In 1975, Benjamin and Rabbi Cherie Koller-Fox organized a conference on Jewish education that led to their co-founding the Coalition for the Advancement of Jewish Education. He had been active with it for many years, on and off, even helping to bring it back to life after bankruptcy as “New CAJE,” according to prior Chronicle coverage.
“Jerry was a visionary,” reflected Koller-Fox. “He loved art, he loved culture and he loved everything that had to do with the Jews. And he really believed that we can have a strong, caring Jewish community, and he worked for that his whole life.”
After serving as executive director of the Maimonides School, a Jewish day school in Brookline, Massachusetts, he and his wife Cindy moved to Milwaukee in 1981, and he became co-managing director with Arbit of direct marketing firm A.B. Data.
They also opened a branch of A.B. Data in Israel, and in 1985 as part of Project Renewal they co-founded the mail-processing facility Integrated Mail Industries in the community of Or Yehuda near Tel Aviv.
In the 1990s, working for the Claims Conference, they led an effort to locate all of the world’s living Holocaust survivors and assist them in applying for reparations, according to prior Chronicle coverage.
“He found a way to take a company that collected and sold addresses, and he turned it into a way to help the world and to help the Jewish community,” noted Koller-Fox.
In 2009, Benjamin was named president of the Milwaukee Jewish Federation.
“I always was extraordinarily grateful to be part of a community and a people that had accomplished so much, that had such a rich history, whose story continued to unfold in my lifetime in such interesting ways,” he told this paper last year. “It’s exciting to be part of the Jewish story.”
Later in life, he was managing member at Milwaukee Silicon, a startup working on silicon purification to make solar costs more affordable, according to Milwaukee Jewish Federation biographical information. Among numerous other roles, as an undergrad he chaired the North American Jewish Students’ Network; in 1983 he helped found Milwaukee’s Lake Park Synagogue and served as the congregation’s first president; he chaired the National Young Leadership Cabinet of the United Jewish Appeal in the 1990s; and was a longtime board member and trustee of the Milwaukee Institute of Art and Design. In 2018 he received the Lifetime Impact Award from the Coalition for Jewish Learning of Milwaukee Jewish Federation.
“He was one of the best thinkers and most engaged and interesting leaders that we had,” said Rick Meyer, former CEO of the Federation.
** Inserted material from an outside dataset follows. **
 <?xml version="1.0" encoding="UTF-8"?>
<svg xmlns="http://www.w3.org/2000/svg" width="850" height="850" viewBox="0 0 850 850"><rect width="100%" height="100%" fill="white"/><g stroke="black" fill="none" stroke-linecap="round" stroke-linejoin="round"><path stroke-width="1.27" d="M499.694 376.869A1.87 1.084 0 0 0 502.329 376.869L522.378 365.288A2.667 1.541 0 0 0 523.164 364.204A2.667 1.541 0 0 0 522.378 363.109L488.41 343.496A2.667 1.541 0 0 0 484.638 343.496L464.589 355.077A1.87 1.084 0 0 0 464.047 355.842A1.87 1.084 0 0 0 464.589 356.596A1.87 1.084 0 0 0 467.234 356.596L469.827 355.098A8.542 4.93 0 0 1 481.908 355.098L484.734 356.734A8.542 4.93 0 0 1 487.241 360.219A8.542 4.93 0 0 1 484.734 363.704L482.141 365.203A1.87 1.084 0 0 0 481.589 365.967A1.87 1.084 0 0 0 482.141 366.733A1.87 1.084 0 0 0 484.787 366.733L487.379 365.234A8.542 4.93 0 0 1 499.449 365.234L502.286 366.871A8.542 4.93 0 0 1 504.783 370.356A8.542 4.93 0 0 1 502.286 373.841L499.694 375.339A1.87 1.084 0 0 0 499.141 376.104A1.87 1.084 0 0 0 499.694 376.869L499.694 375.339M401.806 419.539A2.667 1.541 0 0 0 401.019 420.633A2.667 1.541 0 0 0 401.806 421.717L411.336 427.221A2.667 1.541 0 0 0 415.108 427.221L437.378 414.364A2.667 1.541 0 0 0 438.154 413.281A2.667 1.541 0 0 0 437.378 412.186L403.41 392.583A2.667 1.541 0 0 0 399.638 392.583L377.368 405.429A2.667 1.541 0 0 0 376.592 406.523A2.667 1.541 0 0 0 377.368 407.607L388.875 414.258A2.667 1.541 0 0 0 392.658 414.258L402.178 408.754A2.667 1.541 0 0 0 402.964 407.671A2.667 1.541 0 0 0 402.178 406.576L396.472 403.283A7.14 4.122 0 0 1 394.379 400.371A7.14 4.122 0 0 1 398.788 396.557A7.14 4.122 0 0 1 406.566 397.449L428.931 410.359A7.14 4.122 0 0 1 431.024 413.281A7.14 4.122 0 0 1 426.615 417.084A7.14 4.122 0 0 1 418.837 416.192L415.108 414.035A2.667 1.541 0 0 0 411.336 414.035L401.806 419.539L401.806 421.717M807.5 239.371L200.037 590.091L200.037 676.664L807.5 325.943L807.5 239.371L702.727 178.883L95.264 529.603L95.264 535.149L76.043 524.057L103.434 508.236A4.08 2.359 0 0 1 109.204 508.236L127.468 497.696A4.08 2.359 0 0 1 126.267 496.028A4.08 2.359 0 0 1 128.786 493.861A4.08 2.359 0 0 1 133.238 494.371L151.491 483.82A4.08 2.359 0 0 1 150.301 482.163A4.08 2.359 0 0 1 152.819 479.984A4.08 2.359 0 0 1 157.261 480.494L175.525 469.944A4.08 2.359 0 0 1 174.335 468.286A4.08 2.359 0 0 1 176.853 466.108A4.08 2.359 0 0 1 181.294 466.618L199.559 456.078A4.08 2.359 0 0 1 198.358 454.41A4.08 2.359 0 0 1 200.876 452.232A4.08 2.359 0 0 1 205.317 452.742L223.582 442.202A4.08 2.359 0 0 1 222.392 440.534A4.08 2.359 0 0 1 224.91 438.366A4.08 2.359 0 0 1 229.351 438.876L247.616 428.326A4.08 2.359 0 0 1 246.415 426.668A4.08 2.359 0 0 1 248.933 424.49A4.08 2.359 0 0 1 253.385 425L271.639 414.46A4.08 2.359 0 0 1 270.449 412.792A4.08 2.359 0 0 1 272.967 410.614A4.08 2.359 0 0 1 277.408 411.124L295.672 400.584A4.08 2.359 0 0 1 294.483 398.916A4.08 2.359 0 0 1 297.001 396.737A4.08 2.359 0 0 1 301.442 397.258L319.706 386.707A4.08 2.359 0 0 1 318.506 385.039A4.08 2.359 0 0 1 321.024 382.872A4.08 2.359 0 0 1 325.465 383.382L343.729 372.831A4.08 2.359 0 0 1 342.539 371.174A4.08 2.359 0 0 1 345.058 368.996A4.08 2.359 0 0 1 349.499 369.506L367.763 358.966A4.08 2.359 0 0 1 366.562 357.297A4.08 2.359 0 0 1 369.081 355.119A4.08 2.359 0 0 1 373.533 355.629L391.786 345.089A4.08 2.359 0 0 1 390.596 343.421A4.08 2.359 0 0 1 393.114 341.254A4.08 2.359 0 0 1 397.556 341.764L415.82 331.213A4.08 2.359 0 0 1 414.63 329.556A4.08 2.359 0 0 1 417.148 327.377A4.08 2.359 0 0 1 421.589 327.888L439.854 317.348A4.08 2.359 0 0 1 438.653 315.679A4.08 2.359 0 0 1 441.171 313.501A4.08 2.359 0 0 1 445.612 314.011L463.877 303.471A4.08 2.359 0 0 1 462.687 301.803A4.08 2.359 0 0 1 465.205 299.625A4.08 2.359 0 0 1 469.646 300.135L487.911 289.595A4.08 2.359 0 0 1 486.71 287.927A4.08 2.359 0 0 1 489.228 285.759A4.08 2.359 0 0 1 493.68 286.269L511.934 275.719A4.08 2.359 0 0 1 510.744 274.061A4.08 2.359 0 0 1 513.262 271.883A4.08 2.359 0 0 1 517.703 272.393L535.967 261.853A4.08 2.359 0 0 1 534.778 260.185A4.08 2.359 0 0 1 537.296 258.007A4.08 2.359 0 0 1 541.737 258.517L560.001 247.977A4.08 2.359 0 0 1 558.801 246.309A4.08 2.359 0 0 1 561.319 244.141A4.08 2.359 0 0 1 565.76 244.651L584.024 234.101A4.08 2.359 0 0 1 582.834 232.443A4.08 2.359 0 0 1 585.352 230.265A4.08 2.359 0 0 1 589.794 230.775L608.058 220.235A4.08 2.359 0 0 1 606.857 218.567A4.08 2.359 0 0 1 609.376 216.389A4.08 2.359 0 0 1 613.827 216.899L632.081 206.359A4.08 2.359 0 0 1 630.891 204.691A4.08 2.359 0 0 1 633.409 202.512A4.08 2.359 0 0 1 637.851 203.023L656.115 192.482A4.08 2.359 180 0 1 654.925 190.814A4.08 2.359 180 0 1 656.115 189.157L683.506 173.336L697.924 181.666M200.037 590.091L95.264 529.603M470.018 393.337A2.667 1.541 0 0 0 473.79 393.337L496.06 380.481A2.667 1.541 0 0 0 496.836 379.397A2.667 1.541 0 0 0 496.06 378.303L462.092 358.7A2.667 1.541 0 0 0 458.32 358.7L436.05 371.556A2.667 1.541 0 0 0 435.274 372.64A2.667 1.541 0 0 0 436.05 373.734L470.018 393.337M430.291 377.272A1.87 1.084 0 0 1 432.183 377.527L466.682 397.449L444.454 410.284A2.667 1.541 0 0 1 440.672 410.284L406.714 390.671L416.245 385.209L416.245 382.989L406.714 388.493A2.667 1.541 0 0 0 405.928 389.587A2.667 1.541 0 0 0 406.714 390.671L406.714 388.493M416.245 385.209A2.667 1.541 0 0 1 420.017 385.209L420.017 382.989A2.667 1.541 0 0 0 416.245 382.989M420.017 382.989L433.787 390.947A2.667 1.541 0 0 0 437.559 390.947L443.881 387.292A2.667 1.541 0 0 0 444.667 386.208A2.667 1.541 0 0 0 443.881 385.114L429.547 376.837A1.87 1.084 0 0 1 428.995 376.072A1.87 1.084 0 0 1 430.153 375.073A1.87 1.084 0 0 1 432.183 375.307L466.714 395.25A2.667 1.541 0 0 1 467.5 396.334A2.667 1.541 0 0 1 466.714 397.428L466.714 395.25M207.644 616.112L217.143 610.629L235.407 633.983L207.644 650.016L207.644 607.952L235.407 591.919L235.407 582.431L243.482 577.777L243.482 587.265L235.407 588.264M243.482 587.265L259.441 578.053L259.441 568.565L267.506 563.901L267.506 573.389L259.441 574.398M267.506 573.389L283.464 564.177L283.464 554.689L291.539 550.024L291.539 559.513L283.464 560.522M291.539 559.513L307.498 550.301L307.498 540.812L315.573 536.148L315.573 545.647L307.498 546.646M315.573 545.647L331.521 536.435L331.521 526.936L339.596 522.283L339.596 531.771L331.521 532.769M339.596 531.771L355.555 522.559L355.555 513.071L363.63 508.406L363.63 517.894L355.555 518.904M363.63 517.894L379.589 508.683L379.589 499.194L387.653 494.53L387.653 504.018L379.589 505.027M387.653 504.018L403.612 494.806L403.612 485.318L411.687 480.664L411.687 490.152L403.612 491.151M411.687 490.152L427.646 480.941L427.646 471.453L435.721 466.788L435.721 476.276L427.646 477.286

Jerome William Benjamin was born in Columbus, Ohio, on July 9, 1951, to Stan and Edie Benjamin. He earned a bachelor’s degree in English at Case Western Reserve University, and a master’s from the Harvard Graduate School of Education.
In 1973 he married his high school sweetheart, artist Cindy (née Pearlman). They had two sons, Ariel and Nadav. They moved to Boston in 2018.
In addition to his passionate interests in Jewish education, Jewish history and politics, he enjoyed cigars, felt strongly that the Doobie Brothers deserve to be in the Rock and Roll Hall of Fame, and had a deep appreciation for literature.
“He read constantly,” Ariel Benjamin remembered. “He had a library at home with hundreds if not thousands of volumes. He wrote several unpublished books himself.”
The funeral was held on May 16 at Shaaray Torah Synagogue in Canton, Ohio, where his father, grandparents and other relatives are buried.
Benjamin is survived by his wife Cindy, sons Ariel and Nadav (Lindsay Sommer Benjamin), mother Edie, and brother Sheldon.